The main point is that i don’t know which serialization format used (just getting key as string and values as a blob). I’ll appreciate if someone could help me. P.S. when I try to use JsonConverter it gives an error that i should use valuetokey transformation. However, I cannot store data in json because of
Object of type bytes is not JSON serializable
The ScyllaDB Sink Connector accepts two data formats from kafka. They are:
- Avro Format
- JSON with Schema
- JSON without Schema
scylladb_gihub
Without knowing how the data was serialized it may prove difficult to insert it into the table in a meaningful way. After all, the connector needs to know how to divide the data into columns.
First thing you could do would be try to trace back where did this data come from and look for clues what serialization format was used.

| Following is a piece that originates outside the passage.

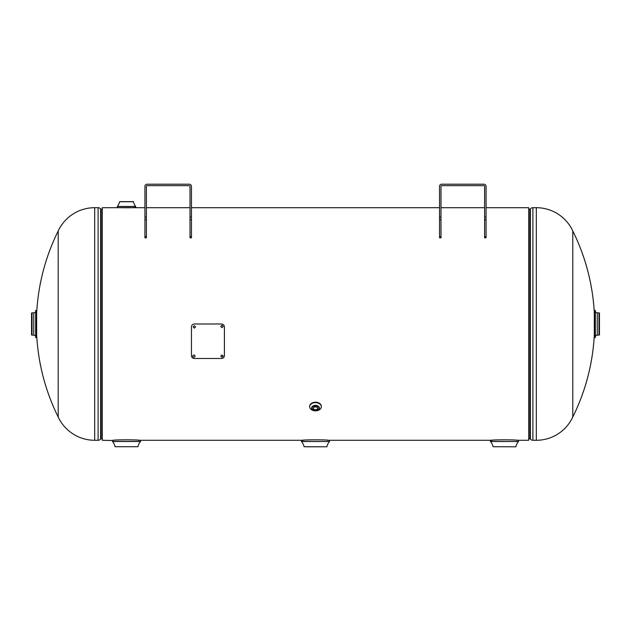 <?xml version="1.0" encoding="UTF-8"?>
<svg xmlns="http://www.w3.org/2000/svg" width="631" height="631" viewBox="0 0 631 631"><rect width="100%" height="100%" fill="white"/><g stroke="black" fill="none" stroke-linecap="round" stroke-linejoin="round"><path stroke-width="0.95" d="M486.067 207.694L528.707 207.694L528.707 440.28L516.45 440.28M120.04 207.646L131.619 207.709M119.227 207.694L102.293 207.694L102.293 440.28L112.468 440.509C111.6 439.586 141.439 439.586 140.579 440.509L140.547 441.511A11.847 11.847 0 0 0 137.929 446.716L115.118 446.716L137.929 446.716M572.79 230.954A209.326 209.326 0 0 1 594.307 312.818L594.307 335.148A209.326 209.326 0 0 1 572.79 417.02L572.79 230.954A40.234 40.234 0 0 0 536.311 207.694L532.895 207.694L532.895 440.28L536.311 440.28L536.311 207.694M572.79 417.02A40.234 40.234 0 0 1 536.311 440.28M528.707 438.845L529.874 438.845A0.67 0.67 0 0 1 530.387 439.089L530.387 208.885L530.387 439.089A3.242 3.242 0 0 0 532.895 440.28M528.707 209.129L529.874 209.129A0.67 0.67 0 0 0 530.387 208.885A3.242 3.242 0 0 1 532.895 207.694M58.21 417.02A209.326 209.326 0 0 1 36.645 334.28L36.645 313.694A209.326 209.326 0 0 1 58.21 230.954L58.21 417.02A40.234 40.234 0 0 0 94.689 440.28L98.105 440.28L98.105 207.694L94.689 207.694L94.689 440.28M58.21 230.954A40.234 40.234 0 0 1 94.689 207.694M102.293 209.129L101.126 209.129A0.67 0.67 0 0 1 100.613 208.885L100.613 439.089L100.613 208.885A3.242 3.242 0 0 0 98.105 207.694M102.293 438.845L101.126 438.845A0.67 0.67 0 0 0 100.613 439.089A3.242 3.242 0 0 1 98.105 440.28M595.333 310.428L595.333 337.072A1.94 1.94 0 0 1 597.273 335.132L597.273 312.842A1.94 1.94 0 0 1 595.333 310.902L594.717 310.42L594.717 337.553L595.325 337.553L595.325 310.42M597.273 335.132L598.985 335.132A0.465 0.465 0 0 0 599.45 334.667L599.45 313.307A0.465 0.465 0 0 0 598.985 312.842L597.273 312.842M594.307 314.782L594.717 314.782M594.307 333.192L594.717 333.192M35.667 337.546L35.667 310.902A1.94 1.94 0 0 1 33.727 312.842L33.727 335.132A1.94 1.94 0 0 1 35.667 337.072L36.282 337.553L36.282 310.42L35.675 310.42L35.675 337.553M33.727 312.842L32.015 312.842A0.465 0.465 0 0 0 31.55 313.307L31.55 334.667A0.465 0.465 0 0 0 32.015 335.132L33.727 335.132M326.795 446.803L304.095 446.716L326.795 446.803M138.497 440.28L303.527 440.28L301.444 440.509L301.476 441.511A11.847 11.847 0 0 1 304.095 446.716M301.444 441.44L329.524 441.511A11.847 11.847 0 0 0 326.905 446.716M329.556 441.44L329.556 440.509C330.415 439.586 300.577 439.586 301.444 440.509M306.295 446.803L324.705 446.803M515.772 446.803L493.071 446.716L515.772 446.803M327.473 440.28L492.503 440.28L490.421 440.509L490.453 441.511A11.847 11.847 0 0 1 493.071 446.716M490.421 441.44L518.501 441.511A11.847 11.847 0 0 0 515.882 446.716M518.532 441.44L518.532 440.509C519.392 439.586 489.553 439.586 490.421 440.509M112.468 440.509L112.499 441.511A11.847 11.847 0 0 1 115.118 446.716M133.046 207.638L135.728 207.457L135.704 206.455A11.847 11.847 0 0 1 133.449 201.739L119.598 201.739A11.847 11.847 0 0 1 117.342 206.455L135.704 206.455M135.728 206.534L117.342 206.455M133.33 201.644L119.709 201.644L133.449 201.739M117.319 206.534L117.319 207.457C116.751 207.859 136.296 207.859 135.728 207.457M313.41 408.273A2.09 1.483 180 0 0 315.5 409.756A2.09 1.483 180 0 0 317.59 408.273A2.09 1.483 180 0 0 315.5 406.79A2.09 1.483 180 0 0 313.41 408.273M314.711 406.9A2.09 1.483 180 0 0 316.289 406.9M309.687 406.727A5.813 4.109 0 0 1 315.5 402.617A5.813 4.109 0 0 1 321.313 406.727L321.313 406.301A5.813 4.109 0 0 0 315.5 402.192A5.813 4.109 0 0 0 309.687 406.301L309.687 406.727A5.813 4.109 0 0 1 315.5 402.617A5.813 4.109 0 0 1 321.313 406.735L321.313 406.727A5.813 4.109 0 0 1 315.5 410.844A5.813 4.109 0 0 1 309.687 406.735M319.373 408.107A3.873 2.745 0 0 1 315.5 410.844A3.873 2.745 0 0 1 311.627 408.107A3.873 2.745 0 0 1 315.5 405.362A3.873 2.745 0 0 1 319.373 408.107L319.318 408.431M484.608 237.824L484.608 236.688L486.067 236.688L486.067 237.824L484.608 237.824M484.608 236.688L484.608 186.374A0.726 0.726 0 0 0 483.882 185.648L441.732 185.648A0.726 0.726 0 0 0 440.998 186.374L440.998 237.824L439.547 237.824L439.547 186.374A2.185 2.185 0 0 1 441.732 184.197L483.882 184.197A2.185 2.185 0 0 1 486.067 186.374L486.067 236.688M220.771 356.073L221.978 357.17L223.193 356.073M221.978 357.304L223.193 356.136L221.978 354.969L220.771 356.136L221.978 357.17M194.364 328.128L195.571 326.921L194.364 325.714L193.149 326.929L194.364 328.144L195.571 326.929M220.771 326.44L221.978 327.655L223.193 326.44L221.978 325.225L220.771 326.44L221.978 327.639L223.193 326.44M193.149 326.929L194.364 328.144M194.364 323.987L221.497 323.987C223.264 324.145 224.234 325.115 224.407 326.89L224.407 355.695C224.242 357.398 223.271 358.329 221.497 358.487L194.364 358.487C192.597 358.337 191.627 357.406 191.453 355.695L191.453 326.897C191.619 325.123 192.589 324.153 194.364 323.987M221.497 323.987C223.264 324.145 224.234 325.123 224.407 326.897M193.875 357.304C195.444 356.523 195.444 355.75 193.875 354.969C192.313 355.75 192.313 356.523 193.875 357.304M146.392 219.73L146.392 237.824L144.933 237.824L144.933 186.374A2.185 2.185 0 0 1 147.118 184.197L189.268 184.197A2.185 2.185 0 0 1 191.453 186.374L191.453 237.824L190.002 237.824L190.002 186.374A0.726 0.726 0 0 0 189.268 185.648L147.118 185.648A0.726 0.726 0 0 0 146.392 186.374L146.392 219.73L144.933 219.73M190.002 219.73L190.002 216.993L191.453 216.993L191.453 236.688L190.002 236.688L190.002 219.73L191.453 219.73M529.874 209.129L529.874 438.845M101.126 438.845L101.126 209.129M598.985 335.132L598.985 312.842M32.015 312.842L32.015 335.132M329.524 441.511L301.476 441.511M518.501 441.511L490.453 441.511M112.468 441.44L140.579 441.44M140.547 441.511L112.499 441.511M312.093 408.273A3.407 2.414 0 0 1 315.5 405.859A3.407 2.414 0 0 1 318.907 408.273A3.407 2.414 0 0 1 315.5 410.686A3.407 2.414 0 0 1 312.093 408.273M484.608 219.73L486.067 219.73M484.608 216.993L486.067 216.993M440.998 236.688L439.547 236.688M440.998 219.73L439.547 219.73M440.998 216.993L439.547 216.993M146.392 216.993L144.933 216.993M146.392 236.688L144.933 236.688M484.608 207.694L440.998 207.694M439.547 207.694L191.453 207.694M190.002 207.694L146.392 207.694M144.933 207.694L133.819 207.694M319.373 407.942C316.794 411.688 314.206 411.688 311.627 407.942"/></g></svg>

If that is not possible, you can blindly try using supported converters if they return any meaningful information. Quick way to do that would be for example using console consumer to peek what is there on your topic:
./bin/kafka-console-consumer.sh \
--bootstrap-server localhost:9092 \
--topic your_topic \
--from-beginning \
--property value.converter=org.apache.kafka.connect.json.JsonConverter \
--property value.converter.schemas.enable=false
Replace localhost with your host (and port). You can also set separate converter for the key and try with schemas enabled.
If you are using “Confluent flavour” of Kafka, it usually contains avro console consumer which you can use to test for Avro:
./bin/kafka-avro-console-consumer \
--bootstrap-server localhost:9092 \
--topic your_topic \
--from-beginning
You may also have to include --property schema.registry.url=http://schema-registry-host:port
.
If any of those options does not return binary gibberish, then you have likely found converter to use.
You can try also other converters than those for formats officially supported by the connector just to see what works, however connector itself probably won’t work with them.
If that still leads you nowhere you can always try to transform the data on the topic. For example you could take the binary data, convert it to Base64 and keep it on another topic serialized as JSON with a single String field. Connector should handle that by copying it as a single column with text data.
Other option would be converting it to Avro. If I recall correctly that would not require conversion to Base64.
I don’t know if that would be good enough for your use case though.
You mentioned that after trying JSON Converter you’ve encountered the error telling you to use ValueToKey transform. That’s possibly because the key is empty. If it turns out the data is readable with JSON Converter then you have to do just that, by specifying which fields to use in the key field.